(Records from a data collection)
========
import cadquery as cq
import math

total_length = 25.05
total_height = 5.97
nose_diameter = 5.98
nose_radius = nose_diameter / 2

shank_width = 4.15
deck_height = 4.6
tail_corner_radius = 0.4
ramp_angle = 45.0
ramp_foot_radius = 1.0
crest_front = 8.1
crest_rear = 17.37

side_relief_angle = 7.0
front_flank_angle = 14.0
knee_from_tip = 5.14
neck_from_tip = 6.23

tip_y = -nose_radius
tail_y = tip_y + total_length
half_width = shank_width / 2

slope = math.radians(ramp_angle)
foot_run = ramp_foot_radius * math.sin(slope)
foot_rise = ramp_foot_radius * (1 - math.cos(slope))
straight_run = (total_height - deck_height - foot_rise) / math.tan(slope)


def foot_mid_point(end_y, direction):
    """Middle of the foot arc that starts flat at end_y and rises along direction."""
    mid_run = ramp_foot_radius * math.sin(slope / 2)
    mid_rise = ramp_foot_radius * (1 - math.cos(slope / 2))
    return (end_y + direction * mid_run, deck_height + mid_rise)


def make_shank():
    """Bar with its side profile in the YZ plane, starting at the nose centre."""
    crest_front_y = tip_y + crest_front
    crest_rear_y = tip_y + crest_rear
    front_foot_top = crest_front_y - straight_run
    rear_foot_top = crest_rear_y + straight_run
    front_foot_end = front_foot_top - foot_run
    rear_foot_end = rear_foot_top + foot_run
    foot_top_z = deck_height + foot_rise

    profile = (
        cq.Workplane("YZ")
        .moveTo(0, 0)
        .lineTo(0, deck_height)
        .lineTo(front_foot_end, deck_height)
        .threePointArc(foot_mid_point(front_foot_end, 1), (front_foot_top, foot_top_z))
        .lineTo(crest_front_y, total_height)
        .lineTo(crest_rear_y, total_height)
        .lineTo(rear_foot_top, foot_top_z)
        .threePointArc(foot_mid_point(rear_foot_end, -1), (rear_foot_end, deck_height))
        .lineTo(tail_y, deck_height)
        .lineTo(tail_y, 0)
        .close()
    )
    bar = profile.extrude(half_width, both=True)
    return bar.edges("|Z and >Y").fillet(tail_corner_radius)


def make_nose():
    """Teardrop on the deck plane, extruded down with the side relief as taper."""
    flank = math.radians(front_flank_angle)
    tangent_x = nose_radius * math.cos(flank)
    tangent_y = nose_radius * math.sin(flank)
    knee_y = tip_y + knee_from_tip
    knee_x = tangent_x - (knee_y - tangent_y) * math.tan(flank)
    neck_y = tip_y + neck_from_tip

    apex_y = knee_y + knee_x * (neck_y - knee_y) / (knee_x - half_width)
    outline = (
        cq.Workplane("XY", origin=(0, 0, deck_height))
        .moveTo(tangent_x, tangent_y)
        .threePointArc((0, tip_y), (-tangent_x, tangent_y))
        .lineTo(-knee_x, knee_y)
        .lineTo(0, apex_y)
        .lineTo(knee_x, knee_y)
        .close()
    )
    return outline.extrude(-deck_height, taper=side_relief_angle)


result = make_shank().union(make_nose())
========
All of the entries above need to be reproduced verbatim.

Answer box.
import cadquery as cq
import math

total_length = 25.05
total_height = 5.97
nose_diameter = 5.98
nose_radius = nose_diameter / 2

shank_width = 4.15
deck_height = 4.6
tail_corner_radius = 0.4
ramp_angle = 45.0
ramp_foot_radius = 1.0
crest_front = 8.1
crest_rear = 17.37

side_relief_angle = 7.0
front_flank_angle = 14.0
knee_from_tip = 5.14
neck_from_tip = 6.23

tip_y = -nose_radius
tail_y = tip_y + total_length
half_width = shank_width / 2

slope = math.radians(ramp_angle)
foot_run = ramp_foot_radius * math.sin(slope)
foot_rise = ramp_foot_radius * (1 - math.cos(slope))
straight_run = (total_height - deck_height - foot_rise) / math.tan(slope)


def foot_mid_point(end_y, direction):
    """Middle of the foot arc that starts flat at end_y and rises along direction."""
    mid_run = ramp_foot_radius * math.sin(slope / 2)
    mid_rise = ramp_foot_radius * (1 - math.cos(slope / 2))
    return (end_y + direction * mid_run, deck_height + mid_rise)


def make_shank():
    """Bar with its side profile in the YZ plane, starting at the nose centre."""
    crest_front_y = tip_y + crest_front
    crest_rear_y = tip_y + crest_rear
    front_foot_top = crest_front_y - straight_run
    rear_foot_top = crest_rear_y + straight_run
    front_foot_end = front_foot_top - foot_run
    rear_foot_end = rear_foot_top + foot_run
    foot_top_z = deck_height + foot_rise

    profile = (
        cq.Workplane("YZ")
        .moveTo(0, 0)
        .lineTo(0, deck_height)
        .lineTo(front_foot_end, deck_height)
        .threePointArc(foot_mid_point(front_foot_end, 1), (front_foot_top, foot_top_z))
        .lineTo(crest_front_y, total_height)
        .lineTo(crest_rear_y, total_height)
        .lineTo(rear_foot_top, foot_top_z)
        .threePointArc(foot_mid_point(rear_foot_end, -1), (rear_foot_end, deck_height))
        .lineTo(tail_y, deck_height)
        .lineTo(tail_y, 0)
        .close()
    )
    bar = profile.extrude(half_width, both=True)
    return bar.edges("|Z and >Y").fillet(tail_corner_radius)


def make_nose():
    """Teardrop on the deck plane, extruded down with the side relief as taper."""
    flank = math.radians(front_flank_angle)
    tangent_x = nose_radius * math.cos(flank)
    tangent_y = nose_radius * math.sin(flank)
    knee_y = tip_y + knee_from_tip
    knee_x = tangent_x - (knee_y - tangent_y) * math.tan(flank)
    neck_y = tip_y + neck_from_tip

    apex_y = knee_y + knee_x * (neck_y - knee_y) / (knee_x - half_width)
    outline = (
        cq.Workplane("XY", origin=(0, 0, deck_height))
        .moveTo(tangent_x, tangent_y)
        .threePointArc((0, tip_y), (-tangent_x, tangent_y))
        .lineTo(-knee_x, knee_y)
        .lineTo(0, apex_y)
        .lineTo(knee_x, knee_y)
        .close()
    )
    return outline.extrude(-deck_height, taper=side_relief_angle)


result = make_shank().union(make_nose())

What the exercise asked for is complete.